INPUT FOR THIS TASK:
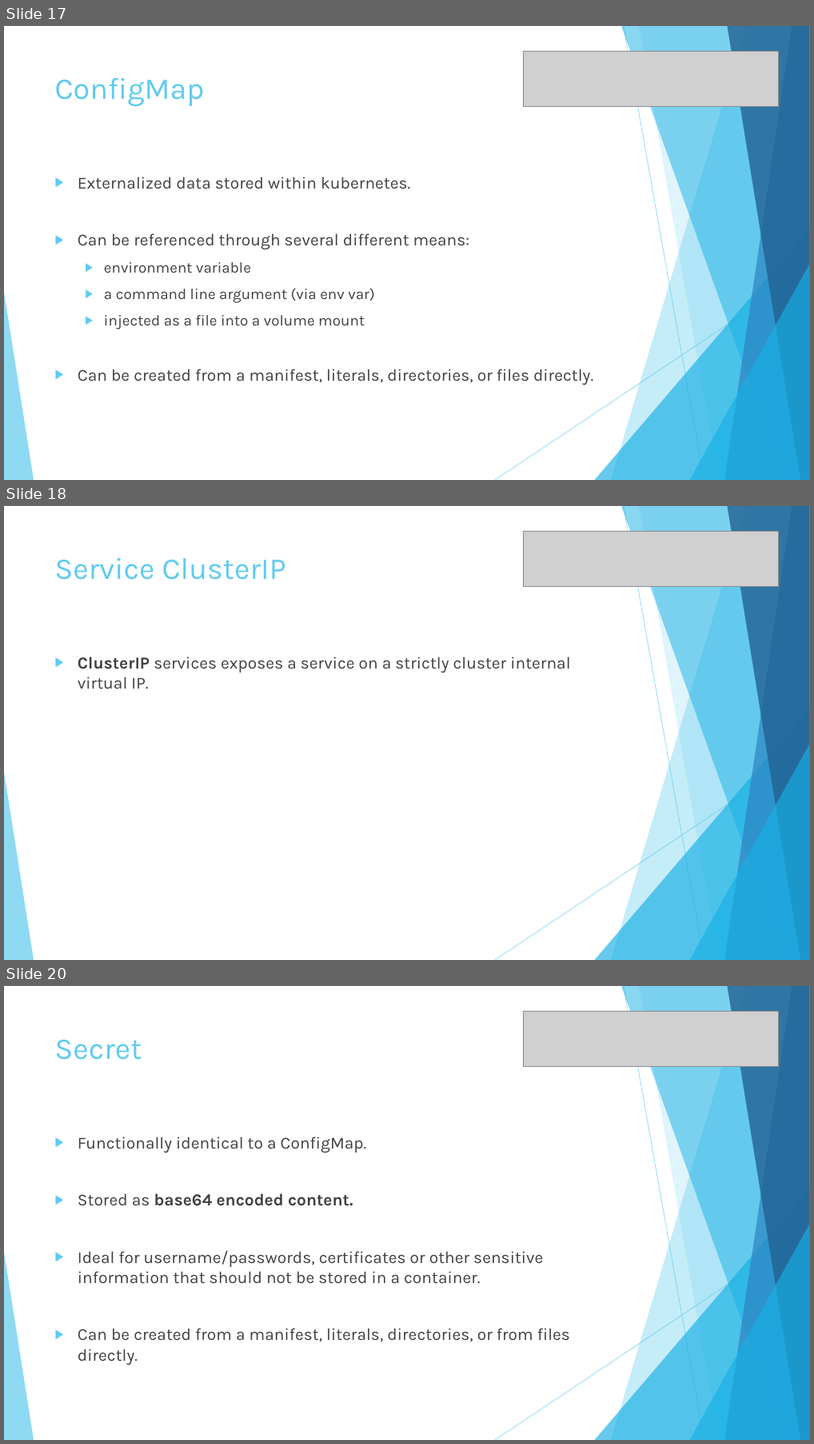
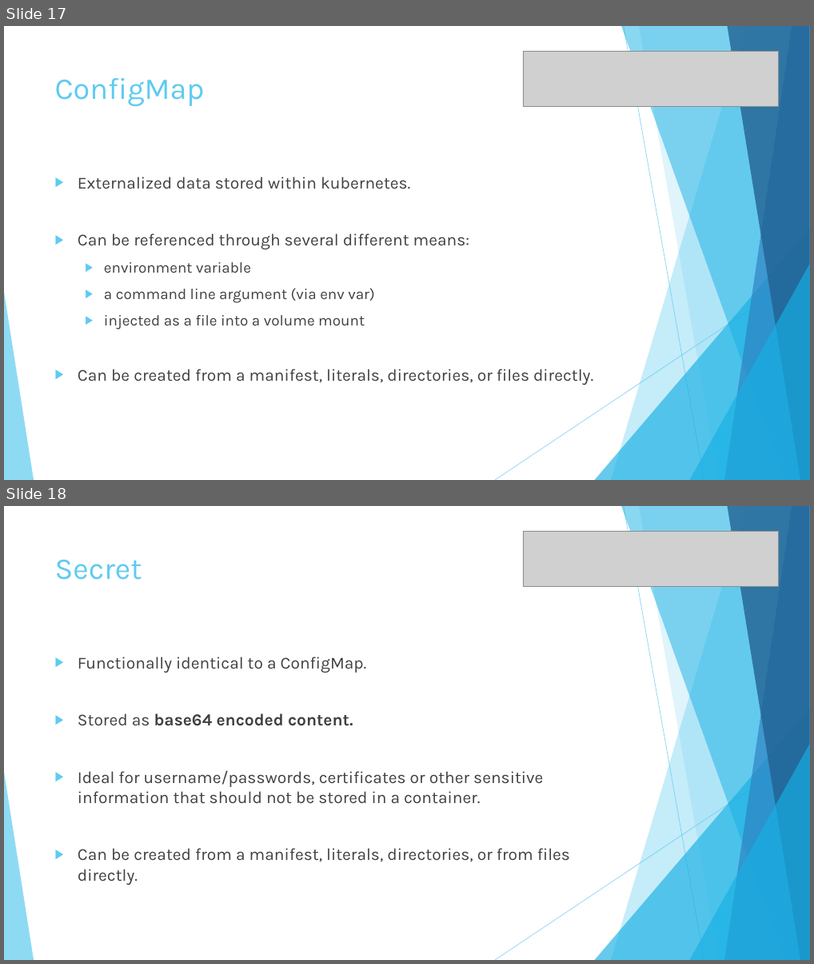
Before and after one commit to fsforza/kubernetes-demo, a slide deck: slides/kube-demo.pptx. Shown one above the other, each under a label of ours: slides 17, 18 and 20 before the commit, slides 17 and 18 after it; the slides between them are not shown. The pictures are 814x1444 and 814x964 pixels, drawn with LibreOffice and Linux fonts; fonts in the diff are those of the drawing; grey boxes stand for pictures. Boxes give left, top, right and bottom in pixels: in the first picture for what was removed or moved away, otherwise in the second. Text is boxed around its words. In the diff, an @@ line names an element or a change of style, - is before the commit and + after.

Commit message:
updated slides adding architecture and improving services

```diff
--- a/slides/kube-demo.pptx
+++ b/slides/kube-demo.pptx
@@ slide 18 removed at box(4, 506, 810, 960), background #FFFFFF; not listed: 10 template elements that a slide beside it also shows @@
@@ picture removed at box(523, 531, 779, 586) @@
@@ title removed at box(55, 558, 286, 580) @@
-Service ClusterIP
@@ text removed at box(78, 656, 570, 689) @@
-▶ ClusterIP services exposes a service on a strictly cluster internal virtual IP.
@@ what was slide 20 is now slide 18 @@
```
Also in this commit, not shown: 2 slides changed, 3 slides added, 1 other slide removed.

ASSIGNMENT:
Copy the records above exactly. Do not carry any picture into the copy.

ANSWER SPACE:
Before and after one commit to fsforza/kubernetes-demo, a slide deck: slides/kube-demo.pptx. Shown one above the other, each under a label of ours: slides 17, 18 and 20 before the commit, slides 17 and 18 after it; the slides between them are not shown. The pictures are 814x1444 and 814x964 pixels, drawn with LibreOffice and Linux fonts; fonts in the diff are those of the drawing; grey boxes stand for pictures. Boxes give left, top, right and bottom in pixels: in the first picture for what was removed or moved away, otherwise in the second. Text is boxed around its words. In the diff, an @@ line names an element or a change of style, - is before the commit and + after.

Commit message:
updated slides adding architecture and improving services

```diff
--- a/slides/kube-demo.pptx
+++ b/slides/kube-demo.pptx
@@ slide 18 removed at box(4, 506, 810, 960), background #FFFFFF; not listed: 10 template elements that a slide beside it also shows @@
@@ picture removed at box(523, 531, 779, 586) @@
@@ title removed at box(55, 558, 286, 580) @@
-Service ClusterIP
@@ text removed at box(78, 656, 570, 689) @@
-▶ ClusterIP services exposes a service on a strictly cluster internal virtual IP.
@@ what was slide 20 is now slide 18 @@
```
Also in this commit, not shown: 2 slides changed, 3 slides added, 1 other slide removed.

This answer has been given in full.